Search code examples
kdb

How do I efficiently execute large queries?


Consider the following demo schema

trades:([]symbol:`$();ccy:`$();arrivalTime:`datetime$();tradeDate:`date$(); price:`float$();nominal:`float$());
marketPrices:([]sym:`$();dateTime:`datetime$();price:`float$());
usdRates:([]currency$();dateTime:`datetime$();fxRate:`float$());

I want to write a query that gets the price, translated into USD, at the soonest possible time after arrivalTime. My beginner way of doing this has been to create intermediate tables that do some filtering and translating column names to be consistent and then using aj and ajo to join them up.

In this case there would only be 2 intermediate tables. In my actual case there are necessarily 7 intermediate tables and records counts, while not large by KDB standards, are not small either.

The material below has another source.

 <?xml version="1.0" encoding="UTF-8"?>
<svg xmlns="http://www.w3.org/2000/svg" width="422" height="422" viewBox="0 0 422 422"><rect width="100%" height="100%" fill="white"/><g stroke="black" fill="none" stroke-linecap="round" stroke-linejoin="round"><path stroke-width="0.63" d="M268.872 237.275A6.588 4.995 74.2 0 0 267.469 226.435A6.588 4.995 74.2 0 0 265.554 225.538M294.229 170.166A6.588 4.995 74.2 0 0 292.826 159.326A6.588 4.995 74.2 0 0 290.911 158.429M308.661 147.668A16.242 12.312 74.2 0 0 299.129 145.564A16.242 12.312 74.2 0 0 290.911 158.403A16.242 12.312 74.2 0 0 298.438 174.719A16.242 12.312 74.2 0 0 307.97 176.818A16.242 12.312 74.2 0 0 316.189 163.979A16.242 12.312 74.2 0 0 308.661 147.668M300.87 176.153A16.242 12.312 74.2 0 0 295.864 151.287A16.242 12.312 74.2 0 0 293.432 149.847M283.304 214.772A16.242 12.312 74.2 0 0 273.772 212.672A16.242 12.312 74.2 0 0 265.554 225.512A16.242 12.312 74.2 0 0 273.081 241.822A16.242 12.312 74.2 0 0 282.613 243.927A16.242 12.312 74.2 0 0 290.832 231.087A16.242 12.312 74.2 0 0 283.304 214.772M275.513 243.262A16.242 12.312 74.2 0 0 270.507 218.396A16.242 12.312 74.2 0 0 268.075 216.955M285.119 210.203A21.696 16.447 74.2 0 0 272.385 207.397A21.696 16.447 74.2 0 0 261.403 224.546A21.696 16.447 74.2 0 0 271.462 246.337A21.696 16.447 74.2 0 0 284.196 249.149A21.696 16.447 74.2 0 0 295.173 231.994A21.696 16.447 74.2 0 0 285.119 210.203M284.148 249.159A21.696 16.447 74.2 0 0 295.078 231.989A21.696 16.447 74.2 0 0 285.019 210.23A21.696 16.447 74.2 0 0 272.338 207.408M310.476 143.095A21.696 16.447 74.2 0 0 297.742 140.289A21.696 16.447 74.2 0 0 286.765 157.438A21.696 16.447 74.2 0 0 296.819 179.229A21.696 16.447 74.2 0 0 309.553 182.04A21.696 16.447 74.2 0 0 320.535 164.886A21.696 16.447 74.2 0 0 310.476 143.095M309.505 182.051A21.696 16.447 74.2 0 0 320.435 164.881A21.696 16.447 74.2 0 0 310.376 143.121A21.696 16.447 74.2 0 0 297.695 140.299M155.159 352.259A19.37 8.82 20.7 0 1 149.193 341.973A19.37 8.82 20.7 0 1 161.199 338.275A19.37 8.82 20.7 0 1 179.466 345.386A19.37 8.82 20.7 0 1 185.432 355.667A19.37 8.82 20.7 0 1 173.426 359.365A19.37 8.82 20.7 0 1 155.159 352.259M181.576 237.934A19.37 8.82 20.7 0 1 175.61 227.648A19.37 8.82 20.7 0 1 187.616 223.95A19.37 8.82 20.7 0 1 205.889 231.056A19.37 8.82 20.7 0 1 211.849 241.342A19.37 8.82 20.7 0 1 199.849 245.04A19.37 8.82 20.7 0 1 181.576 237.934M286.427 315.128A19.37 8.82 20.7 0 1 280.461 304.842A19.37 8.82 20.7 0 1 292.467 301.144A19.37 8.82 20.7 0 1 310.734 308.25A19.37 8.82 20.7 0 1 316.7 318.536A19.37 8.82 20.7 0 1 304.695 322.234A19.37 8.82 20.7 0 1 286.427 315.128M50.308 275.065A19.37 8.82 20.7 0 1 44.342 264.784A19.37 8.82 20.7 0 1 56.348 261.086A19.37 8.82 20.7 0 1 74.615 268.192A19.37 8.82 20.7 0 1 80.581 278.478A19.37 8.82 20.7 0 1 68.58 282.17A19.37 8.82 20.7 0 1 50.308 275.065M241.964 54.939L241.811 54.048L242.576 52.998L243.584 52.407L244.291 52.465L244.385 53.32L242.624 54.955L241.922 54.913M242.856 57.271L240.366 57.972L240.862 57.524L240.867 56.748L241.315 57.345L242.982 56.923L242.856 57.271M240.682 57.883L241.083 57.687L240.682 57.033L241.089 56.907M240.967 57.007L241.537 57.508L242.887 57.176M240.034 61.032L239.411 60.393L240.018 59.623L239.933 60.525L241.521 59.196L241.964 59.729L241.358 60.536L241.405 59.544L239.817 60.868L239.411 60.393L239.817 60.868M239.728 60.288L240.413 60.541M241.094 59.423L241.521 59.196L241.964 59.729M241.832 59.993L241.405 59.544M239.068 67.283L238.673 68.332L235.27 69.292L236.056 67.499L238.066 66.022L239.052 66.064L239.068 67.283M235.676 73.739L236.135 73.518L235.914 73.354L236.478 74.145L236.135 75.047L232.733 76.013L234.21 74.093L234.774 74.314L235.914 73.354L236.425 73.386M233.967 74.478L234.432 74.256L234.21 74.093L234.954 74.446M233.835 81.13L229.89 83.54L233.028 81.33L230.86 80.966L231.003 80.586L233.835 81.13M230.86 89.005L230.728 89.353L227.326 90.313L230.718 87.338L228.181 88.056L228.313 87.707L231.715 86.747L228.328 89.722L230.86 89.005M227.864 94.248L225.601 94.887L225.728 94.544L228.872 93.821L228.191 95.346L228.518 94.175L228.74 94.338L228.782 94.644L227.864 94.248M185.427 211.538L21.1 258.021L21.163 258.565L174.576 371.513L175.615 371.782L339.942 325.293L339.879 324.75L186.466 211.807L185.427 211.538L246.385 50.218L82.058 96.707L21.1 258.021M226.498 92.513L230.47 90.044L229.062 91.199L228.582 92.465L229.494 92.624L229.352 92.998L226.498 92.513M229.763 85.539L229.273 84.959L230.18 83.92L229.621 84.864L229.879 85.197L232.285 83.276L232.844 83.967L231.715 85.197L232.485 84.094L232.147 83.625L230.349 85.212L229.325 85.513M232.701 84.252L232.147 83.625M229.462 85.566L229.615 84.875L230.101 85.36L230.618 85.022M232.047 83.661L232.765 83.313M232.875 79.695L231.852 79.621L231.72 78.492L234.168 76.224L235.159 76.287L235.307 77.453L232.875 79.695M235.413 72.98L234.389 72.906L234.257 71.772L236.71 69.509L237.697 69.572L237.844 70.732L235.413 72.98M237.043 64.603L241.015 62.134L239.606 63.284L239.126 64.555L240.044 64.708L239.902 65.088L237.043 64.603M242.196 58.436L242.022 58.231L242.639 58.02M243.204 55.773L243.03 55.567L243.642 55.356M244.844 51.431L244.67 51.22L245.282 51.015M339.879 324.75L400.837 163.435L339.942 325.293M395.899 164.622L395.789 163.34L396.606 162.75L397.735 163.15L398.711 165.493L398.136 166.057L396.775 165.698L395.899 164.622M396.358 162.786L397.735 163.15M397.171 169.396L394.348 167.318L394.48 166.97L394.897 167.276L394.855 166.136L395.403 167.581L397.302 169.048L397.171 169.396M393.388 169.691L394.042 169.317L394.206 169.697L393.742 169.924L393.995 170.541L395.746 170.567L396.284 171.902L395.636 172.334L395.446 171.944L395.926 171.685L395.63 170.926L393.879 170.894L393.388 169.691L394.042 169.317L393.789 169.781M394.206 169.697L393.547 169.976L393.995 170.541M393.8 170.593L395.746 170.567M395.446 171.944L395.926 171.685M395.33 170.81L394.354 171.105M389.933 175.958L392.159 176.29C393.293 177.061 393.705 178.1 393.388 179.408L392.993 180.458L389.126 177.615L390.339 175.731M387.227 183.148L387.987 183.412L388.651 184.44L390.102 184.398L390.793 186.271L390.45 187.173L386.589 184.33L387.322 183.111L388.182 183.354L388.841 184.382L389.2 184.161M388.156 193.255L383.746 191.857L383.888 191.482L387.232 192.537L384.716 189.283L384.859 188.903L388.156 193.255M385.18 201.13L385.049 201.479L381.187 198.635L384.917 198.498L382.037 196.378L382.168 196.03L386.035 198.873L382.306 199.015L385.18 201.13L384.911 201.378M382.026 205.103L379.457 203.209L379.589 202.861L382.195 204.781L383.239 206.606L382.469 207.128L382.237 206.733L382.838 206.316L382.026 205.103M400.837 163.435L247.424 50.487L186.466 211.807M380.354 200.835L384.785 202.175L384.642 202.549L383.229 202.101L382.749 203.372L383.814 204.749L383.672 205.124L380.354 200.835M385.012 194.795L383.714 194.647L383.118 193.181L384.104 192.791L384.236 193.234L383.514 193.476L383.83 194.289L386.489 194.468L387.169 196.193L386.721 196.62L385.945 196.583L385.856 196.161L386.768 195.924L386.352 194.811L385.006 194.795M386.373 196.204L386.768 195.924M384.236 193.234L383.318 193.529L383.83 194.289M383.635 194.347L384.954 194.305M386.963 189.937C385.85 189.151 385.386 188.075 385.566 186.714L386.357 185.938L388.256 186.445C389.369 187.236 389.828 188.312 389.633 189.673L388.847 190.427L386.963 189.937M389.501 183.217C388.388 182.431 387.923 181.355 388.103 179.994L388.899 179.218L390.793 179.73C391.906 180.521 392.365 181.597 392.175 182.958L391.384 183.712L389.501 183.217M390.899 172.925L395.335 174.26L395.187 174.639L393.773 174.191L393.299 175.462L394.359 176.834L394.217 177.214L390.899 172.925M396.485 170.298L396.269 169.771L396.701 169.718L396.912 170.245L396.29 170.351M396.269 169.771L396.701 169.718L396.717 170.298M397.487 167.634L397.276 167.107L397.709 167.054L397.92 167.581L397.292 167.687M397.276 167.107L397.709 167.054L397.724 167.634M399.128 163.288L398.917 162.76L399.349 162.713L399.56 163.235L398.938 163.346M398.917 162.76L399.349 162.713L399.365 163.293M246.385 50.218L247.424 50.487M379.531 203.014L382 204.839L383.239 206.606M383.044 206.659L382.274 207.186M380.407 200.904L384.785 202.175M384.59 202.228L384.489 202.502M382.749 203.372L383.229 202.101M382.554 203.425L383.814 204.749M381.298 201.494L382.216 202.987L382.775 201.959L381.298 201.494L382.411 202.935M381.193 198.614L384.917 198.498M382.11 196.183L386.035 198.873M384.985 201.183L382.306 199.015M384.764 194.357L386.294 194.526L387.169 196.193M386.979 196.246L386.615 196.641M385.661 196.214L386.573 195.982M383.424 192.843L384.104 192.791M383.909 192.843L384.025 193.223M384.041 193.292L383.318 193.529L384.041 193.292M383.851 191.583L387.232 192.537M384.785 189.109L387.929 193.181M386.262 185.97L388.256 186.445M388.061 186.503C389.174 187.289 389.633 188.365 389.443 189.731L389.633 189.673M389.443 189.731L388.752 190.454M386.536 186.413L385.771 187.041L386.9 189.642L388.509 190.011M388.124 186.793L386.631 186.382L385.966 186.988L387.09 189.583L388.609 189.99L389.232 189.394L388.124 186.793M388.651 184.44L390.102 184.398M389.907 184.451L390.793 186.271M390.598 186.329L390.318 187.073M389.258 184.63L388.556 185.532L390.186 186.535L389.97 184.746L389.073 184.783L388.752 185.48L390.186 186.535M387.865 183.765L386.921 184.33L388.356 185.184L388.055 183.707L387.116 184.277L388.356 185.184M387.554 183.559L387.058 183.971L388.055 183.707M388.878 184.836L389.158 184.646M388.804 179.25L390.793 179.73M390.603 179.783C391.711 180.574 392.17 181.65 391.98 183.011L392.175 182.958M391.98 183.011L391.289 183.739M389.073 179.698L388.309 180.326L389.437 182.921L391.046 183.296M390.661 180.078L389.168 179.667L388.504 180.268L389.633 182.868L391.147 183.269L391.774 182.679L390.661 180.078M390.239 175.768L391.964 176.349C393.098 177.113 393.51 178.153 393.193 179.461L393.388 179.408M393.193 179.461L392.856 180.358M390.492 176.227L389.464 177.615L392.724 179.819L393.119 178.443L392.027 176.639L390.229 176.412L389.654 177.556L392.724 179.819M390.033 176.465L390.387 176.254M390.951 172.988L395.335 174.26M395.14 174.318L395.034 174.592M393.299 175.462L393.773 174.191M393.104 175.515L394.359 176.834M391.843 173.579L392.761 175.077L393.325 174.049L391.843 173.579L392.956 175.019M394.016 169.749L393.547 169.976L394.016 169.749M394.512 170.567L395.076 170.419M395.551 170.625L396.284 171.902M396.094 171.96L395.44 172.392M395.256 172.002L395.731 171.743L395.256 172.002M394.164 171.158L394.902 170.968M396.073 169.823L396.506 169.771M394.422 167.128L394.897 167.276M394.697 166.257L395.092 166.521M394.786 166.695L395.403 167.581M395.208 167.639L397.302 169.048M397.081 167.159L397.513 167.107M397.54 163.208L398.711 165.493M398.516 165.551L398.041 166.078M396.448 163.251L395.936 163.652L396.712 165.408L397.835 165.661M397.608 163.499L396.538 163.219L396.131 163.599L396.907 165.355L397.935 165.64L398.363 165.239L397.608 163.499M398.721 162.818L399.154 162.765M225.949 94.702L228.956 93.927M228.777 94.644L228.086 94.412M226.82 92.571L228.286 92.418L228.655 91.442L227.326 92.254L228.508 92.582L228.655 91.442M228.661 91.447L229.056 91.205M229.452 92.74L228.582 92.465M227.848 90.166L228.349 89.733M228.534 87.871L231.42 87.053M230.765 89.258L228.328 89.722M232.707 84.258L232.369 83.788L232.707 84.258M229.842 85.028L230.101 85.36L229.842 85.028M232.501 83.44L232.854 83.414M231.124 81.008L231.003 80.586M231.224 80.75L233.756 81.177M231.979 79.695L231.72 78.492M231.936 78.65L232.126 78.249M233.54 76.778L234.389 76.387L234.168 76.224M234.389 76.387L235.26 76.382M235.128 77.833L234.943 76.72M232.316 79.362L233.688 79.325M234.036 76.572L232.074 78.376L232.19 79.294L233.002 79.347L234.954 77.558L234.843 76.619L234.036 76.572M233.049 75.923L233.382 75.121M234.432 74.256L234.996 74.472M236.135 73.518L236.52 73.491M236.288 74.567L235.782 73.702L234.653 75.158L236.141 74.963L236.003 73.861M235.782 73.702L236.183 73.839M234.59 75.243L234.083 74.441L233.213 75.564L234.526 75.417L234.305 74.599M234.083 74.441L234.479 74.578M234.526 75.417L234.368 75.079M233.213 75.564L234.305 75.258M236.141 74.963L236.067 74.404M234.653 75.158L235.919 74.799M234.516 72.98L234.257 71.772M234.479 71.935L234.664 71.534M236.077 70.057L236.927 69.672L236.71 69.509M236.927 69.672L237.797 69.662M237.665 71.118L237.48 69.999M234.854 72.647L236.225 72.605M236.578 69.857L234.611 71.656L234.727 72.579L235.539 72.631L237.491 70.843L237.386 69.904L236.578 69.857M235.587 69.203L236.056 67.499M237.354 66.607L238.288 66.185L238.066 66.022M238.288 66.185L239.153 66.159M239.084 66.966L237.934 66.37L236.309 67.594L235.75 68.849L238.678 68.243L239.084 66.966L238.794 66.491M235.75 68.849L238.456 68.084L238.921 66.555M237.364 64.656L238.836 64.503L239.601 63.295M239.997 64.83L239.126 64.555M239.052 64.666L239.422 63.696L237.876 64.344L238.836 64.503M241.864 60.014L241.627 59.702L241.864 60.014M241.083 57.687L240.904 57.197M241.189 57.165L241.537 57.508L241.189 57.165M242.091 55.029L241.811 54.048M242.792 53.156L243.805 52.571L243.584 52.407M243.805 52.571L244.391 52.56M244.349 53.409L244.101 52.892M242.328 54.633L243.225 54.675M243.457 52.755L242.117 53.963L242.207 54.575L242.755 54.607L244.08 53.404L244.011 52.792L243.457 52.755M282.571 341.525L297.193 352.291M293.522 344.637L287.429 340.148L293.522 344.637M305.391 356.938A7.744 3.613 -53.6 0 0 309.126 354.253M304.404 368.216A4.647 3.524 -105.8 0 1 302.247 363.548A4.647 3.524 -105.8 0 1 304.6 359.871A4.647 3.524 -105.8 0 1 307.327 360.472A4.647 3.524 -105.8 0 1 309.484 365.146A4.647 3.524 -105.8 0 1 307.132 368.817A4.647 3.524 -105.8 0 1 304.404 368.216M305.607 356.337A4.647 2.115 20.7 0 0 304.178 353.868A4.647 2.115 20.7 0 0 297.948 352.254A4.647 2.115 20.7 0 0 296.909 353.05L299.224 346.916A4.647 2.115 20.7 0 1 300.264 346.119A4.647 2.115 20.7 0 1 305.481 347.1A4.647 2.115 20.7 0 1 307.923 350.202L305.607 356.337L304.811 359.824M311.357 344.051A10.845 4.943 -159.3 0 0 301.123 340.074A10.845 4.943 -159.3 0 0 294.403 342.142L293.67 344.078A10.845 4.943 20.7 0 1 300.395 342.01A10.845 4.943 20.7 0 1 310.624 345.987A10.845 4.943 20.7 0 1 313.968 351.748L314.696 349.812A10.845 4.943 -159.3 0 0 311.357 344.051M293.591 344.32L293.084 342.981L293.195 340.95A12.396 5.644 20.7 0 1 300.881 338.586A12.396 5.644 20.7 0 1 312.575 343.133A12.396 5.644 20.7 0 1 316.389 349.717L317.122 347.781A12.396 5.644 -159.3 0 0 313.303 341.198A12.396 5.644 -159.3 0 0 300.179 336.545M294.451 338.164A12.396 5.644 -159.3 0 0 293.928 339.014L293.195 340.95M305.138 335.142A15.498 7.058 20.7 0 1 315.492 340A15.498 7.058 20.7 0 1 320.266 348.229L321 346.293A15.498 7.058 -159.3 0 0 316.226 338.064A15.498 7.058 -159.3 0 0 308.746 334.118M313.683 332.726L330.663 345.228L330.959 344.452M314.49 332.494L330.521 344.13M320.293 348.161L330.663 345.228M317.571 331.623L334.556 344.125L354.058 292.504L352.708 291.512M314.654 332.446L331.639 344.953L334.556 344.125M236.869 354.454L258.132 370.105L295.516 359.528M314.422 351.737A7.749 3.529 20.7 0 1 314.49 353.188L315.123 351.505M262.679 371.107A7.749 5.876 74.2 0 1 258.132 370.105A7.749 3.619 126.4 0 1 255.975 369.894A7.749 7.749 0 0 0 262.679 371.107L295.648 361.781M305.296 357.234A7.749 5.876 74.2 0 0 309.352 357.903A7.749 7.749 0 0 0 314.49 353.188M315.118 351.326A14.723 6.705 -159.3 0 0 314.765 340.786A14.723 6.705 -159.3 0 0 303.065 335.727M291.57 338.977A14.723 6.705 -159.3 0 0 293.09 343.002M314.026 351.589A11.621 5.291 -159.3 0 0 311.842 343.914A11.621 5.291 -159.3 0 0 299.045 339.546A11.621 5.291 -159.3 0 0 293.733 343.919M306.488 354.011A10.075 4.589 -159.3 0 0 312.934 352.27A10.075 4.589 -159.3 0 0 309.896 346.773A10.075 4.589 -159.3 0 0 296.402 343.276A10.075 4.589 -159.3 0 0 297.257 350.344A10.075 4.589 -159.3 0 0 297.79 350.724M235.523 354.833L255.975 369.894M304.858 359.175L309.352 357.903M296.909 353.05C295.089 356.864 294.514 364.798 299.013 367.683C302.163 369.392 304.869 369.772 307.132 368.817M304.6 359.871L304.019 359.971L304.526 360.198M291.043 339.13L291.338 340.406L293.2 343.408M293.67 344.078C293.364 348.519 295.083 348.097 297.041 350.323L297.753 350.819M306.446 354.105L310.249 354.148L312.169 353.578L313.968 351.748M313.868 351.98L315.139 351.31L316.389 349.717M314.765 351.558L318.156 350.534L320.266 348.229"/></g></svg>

What is considered best practice for queries like this? It seems to me that creating all these intermediate tables is resource hungry. An alternative to the intermediate tables is 2 have a very complicated looking single query. Would that actually help things? Or is this consumption of resources just the price to pay?


Solution

  • For joining to the next closest time after an event take a look at this question: KDB reverse asof join (aj) ie on next quote instead of previous one

    Assuming that's what your looking for then you should be able to perform your price calculation either before or after the join (depending on the size of your tables it may be faster to do it after). Ultimately I think you will need two (potentially modified as per above) aj's (rates to marketdata, marketdata to trades).

    If that's not what you're looking for then I could give some more specifics although some sample data would be useful.